Are you sure that version on mplayer is TiVo compatible? many variants knocking around have been compiled without TiVo support.

what do you get from:

mplayer tivo://192.168.1.105/list


----------



## TCM2007 (Dec 25, 2006)

I notice from your post in the other place that you have VLC installed as well - does that not work either?


----------



## TCM2007 (Dec 25, 2006)

Hmm, just tried to do it myself with the latest version of VLC and mplayer with no joy.

I think something's got broken with them down the line.


----------



## TCM2007 (Dec 25, 2006)

FWIW, I booted up an old PC which I'd streamed to previously and it was working fine using the TY enabled mplyer v0.90


----------



## alextegg (May 21, 2002)

Hmm, ok, I will install v0.9 on the PS3 and see what happens then..

Thanks for the info.


----------



## playerx (Jul 13, 2005)

I get basically the same error using Gentoo Linux on a PC.

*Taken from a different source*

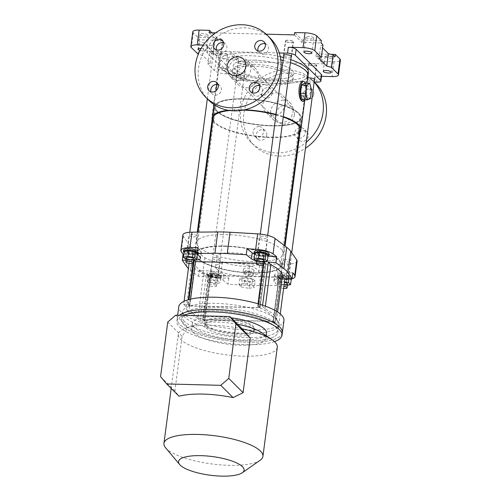 <?xml version="1.0" encoding="UTF-8"?>
<svg xmlns="http://www.w3.org/2000/svg" width="501" height="501" viewBox="0 0 501 501"><rect width="100%" height="100%" fill="white"/><g stroke="black" fill="none" stroke-linecap="round" stroke-linejoin="round"><path stroke-width="0.38" stroke-dasharray="2.5 1.88" d="M211.873 51.277L230.98 51.772L238.539 59.3L228.256 59.037A9.356 2.655 -172.5 0 1 216.526 55.912L211.873 51.277L211.56 53.651L209.618 51.722L207.978 64.178L214.572 70.741A9.356 2.655 -172.5 0 0 226.302 73.86L241 74.242A6.237 1.772 -172.5 0 1 233.178 72.157L207.965 47.063A6.237 1.772 -172.5 0 1 207.658 46.399L206.882 52.329A6.237 1.772 -172.5 0 0 207.189 52.993L232.401 78.087A6.237 1.772 -172.5 0 0 240.217 80.173L314.183 82.07A43.675 39.247 -45.1 0 0 312.712 80.486A43.675 39.247 -45.1 0 0 269.582 73.315A43.675 39.247 -45.1 0 0 240.749 110.383A43.675 39.247 -45.1 0 0 251.089 142.39A43.675 39.247 -45.1 0 0 297.199 148.196M227.229 54.308A4.058 1.152 -172.5 0 0 222.839 52.993A4.058 1.152 -172.5 0 0 219.382 53.682A4.058 1.152 -172.5 0 0 223.252 55.348A4.058 1.152 -172.5 0 0 227.429 54.741A4.058 1.152 -172.5 0 0 227.229 54.308M333.04 57.02A4.058 1.152 -172.5 0 0 328.656 55.705A4.058 1.152 -172.5 0 0 325.199 56.394A4.058 1.152 -172.5 0 0 329.069 58.066A4.058 1.152 -172.5 0 0 333.24 57.452A4.058 1.152 -172.5 0 0 333.04 57.02M323.778 61.485L323.464 63.859L315.906 56.331L316.212 53.958L323.778 61.485L334.067 61.748A9.356 2.655 -172.5 0 0 340.436 60.076M316.212 53.958L330.992 54.34M230.98 51.772L230.667 54.139L238.225 61.673L238.539 59.3M207.834 35.001A4.058 1.152 -172.5 0 0 203.45 33.686A4.058 1.152 -172.5 0 0 199.993 34.375A4.058 1.152 -172.5 0 0 203.863 36.047A4.058 1.152 -172.5 0 0 208.034 35.433A4.058 1.152 -172.5 0 0 207.834 35.001M192.791 31.751A9.356 2.655 -172.5 0 0 193.254 32.747L197.908 37.381L217.014 37.869L211.904 32.784M207.978 64.178L210.345 63.107L202.586 55.386L198.29 54.24M279.289 52.962L211.128 51.215L211.904 45.284A6.237 1.772 -172.5 0 0 207.658 46.399M211.904 45.284L203.281 45.059M225.275 69.132A4.058 1.152 -172.5 0 0 220.891 67.817A4.058 1.152 -172.5 0 0 217.434 68.505A4.058 1.152 -172.5 0 0 221.304 70.178A4.058 1.152 -172.5 0 0 225.475 69.564A4.058 1.152 -172.5 0 0 225.275 69.132M200.018 50.482A4.058 1.152 -172.5 0 0 206.08 50.263A4.058 1.152 -172.5 0 0 205.88 49.831A4.058 1.152 -172.5 0 0 201.101 48.491M197.895 54.139L199.536 41.683L197.594 39.754L197.908 37.381M316.638 82.133L317.415 76.202L321.504 76.309M323.464 63.859L238.225 61.673M215.518 32.878L266.131 34.174M313.645 37.719A4.058 1.152 -172.5 0 0 309.261 36.404A4.058 1.152 -172.5 0 0 305.804 37.093A4.058 1.152 -172.5 0 0 309.674 38.759A4.058 1.152 -172.5 0 0 313.845 38.151A4.058 1.152 -172.5 0 0 313.645 37.719M321.354 40.55L302.253 40.061L294.688 32.527M317.415 76.202A6.237 1.772 -172.5 0 0 321.667 75.087M291.169 56.92A4.058 1.152 7.5 0 1 288.776 57.252A4.058 1.152 7.5 0 1 283.748 55.943M314.44 80.091A4.058 1.152 7.5 0 1 312.048 80.417A4.058 1.152 7.5 0 1 306.769 78.632A4.058 1.152 7.5 0 1 307.695 78.043M241.507 78.607A4.058 1.152 7.5 0 1 236.228 76.822A4.058 1.152 7.5 0 1 240.399 76.208A4.058 1.152 7.5 0 1 244.269 77.88A4.058 1.152 7.5 0 1 241.507 78.607M218.236 55.442A4.058 1.152 7.5 0 1 212.956 53.657A4.058 1.152 7.5 0 1 217.127 53.043A4.058 1.152 7.5 0 1 220.997 54.715A4.058 1.152 7.5 0 1 218.236 55.442M290.805 59.682A44.921 12.757 -172.5 0 0 283.541 57.509M280.278 56.694A44.921 12.757 -172.5 0 0 219.344 60.809A44.921 12.757 -172.5 0 0 262.217 79.321A44.921 12.757 -172.5 0 0 308.422 72.539M211.128 51.215A6.237 1.772 -172.5 0 0 206.882 52.329M212.117 119.752A44.921 12.757 7.5 0 1 211.848 117.748L218.956 63.777A44.921 12.757 7.5 0 0 261.823 82.289A44.921 12.757 7.5 0 0 308.027 75.501A44.921 12.757 7.5 0 1 261.823 82.289A44.921 12.757 7.5 0 1 218.956 63.777A44.921 12.757 7.5 0 1 280.81 59.882A44.921 12.757 7.5 0 0 249.529 55.736A44.921 12.757 7.5 0 0 218.956 63.777L219.344 60.809M283.153 60.471A44.921 12.757 7.5 0 1 290.417 62.644A44.921 12.757 7.5 0 0 283.153 60.471M253.988 60.176A30.574 8.68 7.5 0 1 293.799 73.628A30.574 8.68 7.5 0 1 262.355 78.25A30.574 8.68 7.5 0 1 233.178 65.65A30.574 8.68 7.5 0 1 253.988 60.176A30.574 8.68 -172.5 0 0 233.178 65.65A30.574 8.68 -172.5 0 0 262.355 78.25A30.574 8.68 -172.5 0 0 293.799 73.628A30.574 8.68 -172.5 0 0 253.988 60.176M253.443 64.328A30.574 8.68 7.5 0 1 293.254 77.78A30.574 8.68 7.5 0 1 261.81 82.396A30.574 8.68 7.5 0 1 232.633 69.802A30.574 8.68 7.5 0 1 253.443 64.328M322.982 44.852L320.621 45.917L322.588 47.877M315.906 56.331L335.006 56.82M211.56 53.651L230.667 54.139M209.618 51.722L211.986 50.651L204.226 42.929L199.536 41.683M197.594 39.754L216.701 40.243L217.014 37.869M209.136 32.715L216.701 40.243M294.375 34.901L301.94 42.428L321.047 42.923M302.253 40.061L301.94 42.428M220.146 40.907A4.058 1.152 -172.5 0 0 222.907 40.18A4.058 1.152 -172.5 0 0 219.037 38.508A4.058 1.152 -172.5 0 0 214.866 39.122A4.058 1.152 -172.5 0 0 220.146 40.907M243.423 64.072A4.058 1.152 -172.5 0 0 246.179 63.351A4.058 1.152 -172.5 0 0 242.309 61.679A4.058 1.152 -172.5 0 0 238.138 62.293A4.058 1.152 -172.5 0 0 243.423 64.072M313.964 65.888A4.058 1.152 -172.5 0 0 316.72 65.161A4.058 1.152 -172.5 0 0 312.849 63.489A4.058 1.152 -172.5 0 0 308.679 64.103A4.058 1.152 -172.5 0 0 313.964 65.888M290.686 42.717A4.058 1.152 -172.5 0 0 293.448 41.99A4.058 1.152 -172.5 0 0 289.578 40.324A4.058 1.152 -172.5 0 0 285.407 40.932A4.058 1.152 -172.5 0 0 290.686 42.717M202.586 55.386L204.226 42.929M210.345 63.107L211.986 50.651M318.98 58.373L320.621 45.917M315.812 83.573A43.675 39.247 -45.1 0 0 272.688 76.403A43.675 39.247 -45.1 0 0 243.849 113.47A43.675 39.247 -45.1 0 0 254.189 145.484A43.675 39.247 -45.1 0 0 296.573 152.955M297.337 152.642A43.675 39.247 -45.1 0 0 305.466 148.277M299.241 132.69A5.617 5.048 -45.1 0 0 299.059 140.011A5.617 5.048 -45.1 0 0 304.608 140.931A5.617 5.048 -45.1 0 0 308.315 136.166A5.617 5.048 -45.1 0 0 306.988 132.051A5.617 5.048 -45.1 0 0 300.068 131.926M313.833 94.232A5.617 5.048 -45.1 0 0 312.505 90.111A5.617 5.048 -45.1 0 0 304.971 90.531A5.617 5.048 -45.1 0 0 304.583 98.071A5.617 5.048 -45.1 0 0 310.125 98.998A5.617 5.048 -45.1 0 0 313.833 94.232M272.268 93.161A5.617 5.048 -45.1 0 0 270.941 89.046A5.617 5.048 -45.1 0 0 263.401 89.466A5.617 5.048 -45.1 0 0 263.019 97.006A5.617 5.048 -45.1 0 0 268.561 97.927A5.617 5.048 -45.1 0 0 272.268 93.161M266.745 135.101A5.617 5.048 -45.1 0 0 265.417 130.986A5.617 5.048 -45.1 0 0 257.877 131.406A5.617 5.048 -45.1 0 0 257.495 138.946A5.617 5.048 -45.1 0 0 263.038 139.867A5.617 5.048 -45.1 0 0 266.745 135.101M294.406 114.773A9.982 8.974 134.9 0 1 287.812 123.246A9.982 8.974 134.9 0 1 277.955 121.605A9.982 8.974 134.9 0 1 275.594 114.284A9.982 8.974 134.9 0 1 282.188 105.817A9.982 8.974 134.9 0 1 292.045 107.452A9.982 8.974 134.9 0 1 294.406 114.773M305.472 83.298A9.982 3.338 -88.5 0 1 305.046 99.78M302.297 99.712L305.165 97.914L306.243 89.698L304.458 83.272M248.277 65.23C238.463 64.523 232.163 79.49 238.639 85.101C240.361 86.786 242.584 87.669 245.308 87.769C255.378 88.721 263.194 75.275 255.36 68.299C253.387 66.37 251.026 65.343 248.277 65.23M228.099 110.251A44.921 12.757 7.5 0 1 242.421 109.713A44.921 12.757 7.5 0 1 244.732 109.788M276.045 114.447A44.921 12.757 7.5 0 1 283.309 116.62M299.297 132.27A44.921 12.757 7.5 0 1 254.721 136.259A44.921 12.757 7.5 0 1 212.693 120.873M211.848 117.748A44.921 12.757 7.5 0 1 212.624 115.881M302.729 101.459C305.04 102.148 307.658 81.012 303.243 81.5M273.239 115.568C270.496 115.455 268.135 114.428 266.156 112.493C254.996 102.429 274.366 86.203 282.877 95.691C289.346 101.302 283.065 116.263 273.239 115.568M229.809 110.527A43.675 12.406 7.5 0 1 242.81 110.095A43.675 12.406 7.5 0 1 243.229 110.107M275.995 114.829A43.675 12.406 7.5 0 1 283.253 117.052M298.427 131.719A43.675 12.406 7.5 0 1 254.765 135.909A43.675 12.406 7.5 0 1 213.676 120.566M253.205 66.107A30.574 8.68 -172.5 0 0 232.401 71.58A30.574 8.68 -172.5 0 0 261.578 84.181A30.574 8.68 -172.5 0 0 293.022 79.559A30.574 8.68 -172.5 0 0 253.205 66.107M238.138 80.623A11.855 10.653 134.9 0 1 231.255 77.755A11.855 10.653 134.9 0 1 232.069 61.836A11.855 10.653 134.9 0 1 247.982 60.953A11.855 10.653 134.9 0 1 249.592 73.509A11.855 10.653 134.9 0 1 238.138 80.623M283.378 100.169A11.855 10.653 -45.1 0 0 271.924 107.283A11.855 10.653 -45.1 0 0 273.533 119.839A11.855 10.653 -45.1 0 0 280.416 122.707A11.855 10.653 -45.1 0 0 291.87 115.599A11.855 10.653 -45.1 0 0 290.261 103.037A11.855 10.653 -45.1 0 0 283.378 100.169M208.804 100.306A43.675 39.247 134.9 0 1 198.471 68.299A43.675 39.247 134.9 0 1 227.304 31.231A43.675 39.247 134.9 0 1 270.427 38.402M218.092 84.663A5.617 5.048 134.9 0 1 220.033 85.809A5.617 5.048 134.9 0 1 220.797 91.758A5.617 5.048 134.9 0 1 215.374 95.127A5.617 5.048 134.9 0 1 212.111 93.768A5.617 5.048 134.9 0 1 210.952 91.833M223.615 42.723A5.617 5.048 134.9 0 1 225.556 43.869A5.617 5.048 134.9 0 1 226.32 49.818A5.617 5.048 134.9 0 1 220.891 53.187A5.617 5.048 134.9 0 1 217.634 51.828A5.617 5.048 134.9 0 1 216.476 49.893M265.179 43.787A5.617 5.048 134.9 0 1 267.127 44.94A5.617 5.048 134.9 0 1 267.885 50.889A5.617 5.048 134.9 0 1 262.461 54.258A5.617 5.048 134.9 0 1 259.199 52.899A5.617 5.048 134.9 0 1 258.04 50.958M259.662 85.727A5.617 5.048 134.9 0 1 261.603 86.88A5.617 5.048 134.9 0 1 262.367 92.829A5.617 5.048 134.9 0 1 256.938 96.198A5.617 5.048 134.9 0 1 253.681 94.839A5.617 5.048 134.9 0 1 252.523 92.898M297.976 147.801A43.675 39.247 -45.1 0 0 306.255 142.284M259.055 126.54A5.617 5.048 -45.1 0 0 253.631 129.909A5.617 5.048 -45.1 0 0 254.389 135.859A5.617 5.048 -45.1 0 0 259.938 136.779A5.617 5.048 -45.1 0 0 263.645 132.013A5.617 5.048 -45.1 0 0 262.317 127.899A5.617 5.048 -45.1 0 0 259.055 126.54M264.578 84.6A5.617 5.048 -45.1 0 0 259.149 87.969A5.617 5.048 -45.1 0 0 259.913 93.919A5.617 5.048 -45.1 0 0 265.455 94.839A5.617 5.048 -45.1 0 0 269.162 90.074A5.617 5.048 -45.1 0 0 267.835 85.959A5.617 5.048 -45.1 0 0 264.578 84.6M306.142 85.665A5.617 5.048 -45.1 0 0 300.719 89.034A5.617 5.048 -45.1 0 0 301.483 94.983A5.617 5.048 -45.1 0 0 307.025 95.904A5.617 5.048 -45.1 0 0 310.733 91.138A5.617 5.048 -45.1 0 0 309.405 87.024A5.617 5.048 -45.1 0 0 306.142 85.665M299.229 138.282A5.617 5.048 -45.1 0 0 305.209 133.078A5.617 5.048 -45.1 0 0 303.882 128.964A5.617 5.048 -45.1 0 0 300.625 127.605A5.617 5.048 -45.1 0 0 295.195 130.974A5.617 5.048 -45.1 0 0 295.959 136.923A5.617 5.048 -45.1 0 0 298.515 138.213M311.534 89.836L306.243 89.698M310.451 98.052L305.165 97.914M244.294 98.829A43.675 12.406 7.5 0 1 301.17 118.042A43.675 12.406 7.5 0 1 256.249 124.643A43.675 12.406 7.5 0 1 214.566 106.644A43.675 12.406 7.5 0 1 244.294 98.829A43.675 12.406 7.5 0 1 301.17 118.042A43.675 12.406 7.5 0 1 256.249 124.643A43.675 12.406 7.5 0 1 214.566 106.644A43.675 12.406 7.5 0 1 244.294 98.829M225.206 246.329A42.735 12.137 7.5 0 1 280.861 265.129A42.735 12.137 7.5 0 1 236.904 271.586A42.735 12.137 7.5 0 1 196.116 253.976A42.735 12.137 7.5 0 1 225.206 246.329M244.582 99.117A42.735 12.137 7.5 0 1 300.243 117.923A42.735 12.137 7.5 0 1 256.287 124.38A42.735 12.137 7.5 0 1 215.499 106.763A42.735 12.137 7.5 0 1 244.582 99.117M224.911 246.035A43.675 12.406 7.5 0 1 281.787 265.254A43.675 12.406 7.5 0 1 236.867 271.849A43.675 12.406 7.5 0 1 195.19 253.85A43.675 12.406 7.5 0 1 224.911 246.035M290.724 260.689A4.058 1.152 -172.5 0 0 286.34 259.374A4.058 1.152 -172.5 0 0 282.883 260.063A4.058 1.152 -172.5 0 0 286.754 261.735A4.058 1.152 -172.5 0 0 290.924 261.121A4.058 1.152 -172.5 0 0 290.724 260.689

Playing tivo://tivo1.xxx/plist.
No stream found to handle url tivo://​


----------



## alextegg (May 21, 2002)

I gave up on this as I can't find 0.9 anywhere now.

Since the latest PS3 firmware updates where the PS3 streams direct from an MCE using DLNA I've abandoned linux on the PS3.

It's still limited to a couple of video formats, but I have and excellent free video convertor. I now batch convert anything downloaded to PS3 format and stream directly to the PS3 - works great.

Alex


----------



## ibx100 (Oct 29, 2002)

playerx said:


> I get basically the same error using Gentoo Linux on a PC.
> 
> Playing tivo://tivo1.xxx/plist.
> No stream found to handle url tivo://​


Your mplayer binary is no good since it has not been compiled with vstream support.

You need to download the mplayer source tarball from mplayer.hu [1] and compile it yourself, including support for tivo vstream.

But before you do that, first ensure that you have both the vstream-client [2] package installed, and also (at least on fedora), the vstream-client-devel [3] package.

The latter package, which might be called something else in your distro, provides the required C header file */usr/include/vstream-client.h* without which you will encounter a fatal compiler error.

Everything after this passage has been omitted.